Baby Driver

La compilation absolue. Le cinéaste Edgar Wright double Tarantino et son gout pour la bande son vintage avec un disque à l'énergie vivace et jubilatoire. On dirait un trip des programmateurs de FIP!

Edgar Wright est un réalisateur rock'n'roll. Une version anglaise de Tarantino. Il a réalisé des films malpolis et populaires comme Shaun of the Dead. Il a dit non à Marvel qui voulait calmer ses ardeurs autour de Ant Man. Il s'est défoulé avec Baby Driver, film de gangsters stylisé, un peu répétitif mais sacrément bien armé en matière de musiques.

Le héros de Baby Driver entame des courses poursuites avec la police uniquement en écoutant de la musique. Toute sa vie est régie par la musique. Il danse sa vie. Et le choix des musiques est absolument royal. Wright a une ouverture d'esprit incroyable.

Il pioche dans tous les genres et permet en même temps de créer une harmonie sur un double album qui va vous réveiller et vous brosser dans le sens du poil... jusqu'au frisson!

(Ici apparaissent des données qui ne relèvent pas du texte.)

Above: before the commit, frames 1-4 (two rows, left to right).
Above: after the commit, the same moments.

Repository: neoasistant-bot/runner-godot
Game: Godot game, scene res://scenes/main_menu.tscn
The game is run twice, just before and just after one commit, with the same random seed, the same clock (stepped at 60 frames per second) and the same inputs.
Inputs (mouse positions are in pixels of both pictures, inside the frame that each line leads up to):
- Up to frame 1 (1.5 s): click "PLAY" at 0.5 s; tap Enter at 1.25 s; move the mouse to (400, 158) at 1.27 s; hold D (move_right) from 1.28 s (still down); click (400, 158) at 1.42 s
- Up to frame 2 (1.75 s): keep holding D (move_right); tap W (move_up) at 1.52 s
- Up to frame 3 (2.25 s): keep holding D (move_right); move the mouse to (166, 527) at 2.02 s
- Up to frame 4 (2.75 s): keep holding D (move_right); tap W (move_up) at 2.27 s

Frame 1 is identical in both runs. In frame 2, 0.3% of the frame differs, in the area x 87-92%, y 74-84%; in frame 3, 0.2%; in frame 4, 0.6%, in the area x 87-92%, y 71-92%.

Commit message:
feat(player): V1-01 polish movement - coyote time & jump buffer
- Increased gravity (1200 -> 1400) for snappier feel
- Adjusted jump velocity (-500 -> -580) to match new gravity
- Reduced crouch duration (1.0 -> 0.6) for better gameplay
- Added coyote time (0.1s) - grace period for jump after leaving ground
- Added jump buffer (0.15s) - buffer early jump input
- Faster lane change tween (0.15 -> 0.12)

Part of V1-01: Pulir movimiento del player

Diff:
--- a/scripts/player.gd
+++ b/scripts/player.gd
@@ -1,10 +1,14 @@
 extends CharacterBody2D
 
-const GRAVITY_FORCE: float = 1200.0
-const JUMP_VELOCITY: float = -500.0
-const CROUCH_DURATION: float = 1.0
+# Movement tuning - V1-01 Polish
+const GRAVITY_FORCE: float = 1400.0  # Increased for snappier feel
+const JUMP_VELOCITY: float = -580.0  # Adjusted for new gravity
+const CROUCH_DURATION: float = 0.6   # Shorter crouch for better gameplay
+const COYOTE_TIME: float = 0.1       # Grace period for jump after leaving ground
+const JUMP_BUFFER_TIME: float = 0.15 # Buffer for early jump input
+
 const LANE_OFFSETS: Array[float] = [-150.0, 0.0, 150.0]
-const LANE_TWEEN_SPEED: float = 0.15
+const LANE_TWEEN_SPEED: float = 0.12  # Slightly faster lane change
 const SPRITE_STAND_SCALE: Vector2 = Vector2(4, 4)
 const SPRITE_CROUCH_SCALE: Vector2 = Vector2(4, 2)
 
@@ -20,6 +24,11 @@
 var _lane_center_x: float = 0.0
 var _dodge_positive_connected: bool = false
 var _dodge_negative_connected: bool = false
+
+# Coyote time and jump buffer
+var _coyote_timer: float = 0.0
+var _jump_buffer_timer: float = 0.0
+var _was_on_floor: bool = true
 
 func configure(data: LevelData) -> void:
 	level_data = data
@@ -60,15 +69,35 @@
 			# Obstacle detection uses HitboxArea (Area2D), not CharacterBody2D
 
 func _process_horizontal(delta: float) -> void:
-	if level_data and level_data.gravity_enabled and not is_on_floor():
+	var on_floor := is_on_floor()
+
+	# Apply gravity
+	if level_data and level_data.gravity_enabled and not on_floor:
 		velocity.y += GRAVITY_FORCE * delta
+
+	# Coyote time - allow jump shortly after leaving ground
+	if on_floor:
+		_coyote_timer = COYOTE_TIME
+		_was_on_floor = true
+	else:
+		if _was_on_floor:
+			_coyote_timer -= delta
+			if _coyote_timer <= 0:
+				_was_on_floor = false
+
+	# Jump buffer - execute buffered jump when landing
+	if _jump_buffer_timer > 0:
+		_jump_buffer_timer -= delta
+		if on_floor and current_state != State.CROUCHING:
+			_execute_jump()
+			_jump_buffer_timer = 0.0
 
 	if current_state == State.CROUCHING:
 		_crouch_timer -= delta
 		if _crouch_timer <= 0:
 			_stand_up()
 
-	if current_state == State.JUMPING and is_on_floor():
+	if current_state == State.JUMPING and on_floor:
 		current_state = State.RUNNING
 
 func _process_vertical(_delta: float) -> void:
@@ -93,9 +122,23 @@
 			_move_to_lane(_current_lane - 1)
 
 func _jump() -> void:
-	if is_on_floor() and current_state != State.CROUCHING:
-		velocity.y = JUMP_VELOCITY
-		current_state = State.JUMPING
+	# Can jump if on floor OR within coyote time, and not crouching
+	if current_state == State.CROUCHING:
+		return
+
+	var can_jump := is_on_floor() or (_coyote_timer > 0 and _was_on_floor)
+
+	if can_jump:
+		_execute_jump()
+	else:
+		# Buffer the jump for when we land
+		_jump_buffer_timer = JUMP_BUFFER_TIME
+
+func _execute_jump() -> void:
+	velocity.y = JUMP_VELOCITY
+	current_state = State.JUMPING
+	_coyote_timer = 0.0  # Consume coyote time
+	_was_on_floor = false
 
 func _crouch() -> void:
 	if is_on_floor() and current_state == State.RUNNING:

Il réalise la plus belle compilation de l'année et redéfinit un peu la soundtrack avec un choix bariolé mais énergique. On prend plein les oreilles. On redécouvre des morceaux. Les chansons se suivent et se répondent bizarrement. Tout est question d'harmonie et d'intelligence. On devine une logique. Le rock a une place particulière mais il y a des intrusions de soul, de rap et des vieilleries qui nous font faire le tour de la musique populaire en mettant le pied au plancher. Incontournable!

Sony- 2017

The Greatest Showman

Pasek and Paul, retenez bien ce duo car il va nous casser les oreilles dans les années à venir. Attention à vos oreilles, ca va couiner très fort!

On fait bilan en fin d'année des quelques musiques de films que l'on a bien aimé mais on a aussi le droit de sortir un gros carton rouge pour ce qui va arriver. Peut être votre mémoire vous a fait une fleur: vous avez oublié une adaptation musicale des Misérables, affreuse, prétentieuse et génante pour Hugh Jackman, excellent comédien mais piètre chanteur.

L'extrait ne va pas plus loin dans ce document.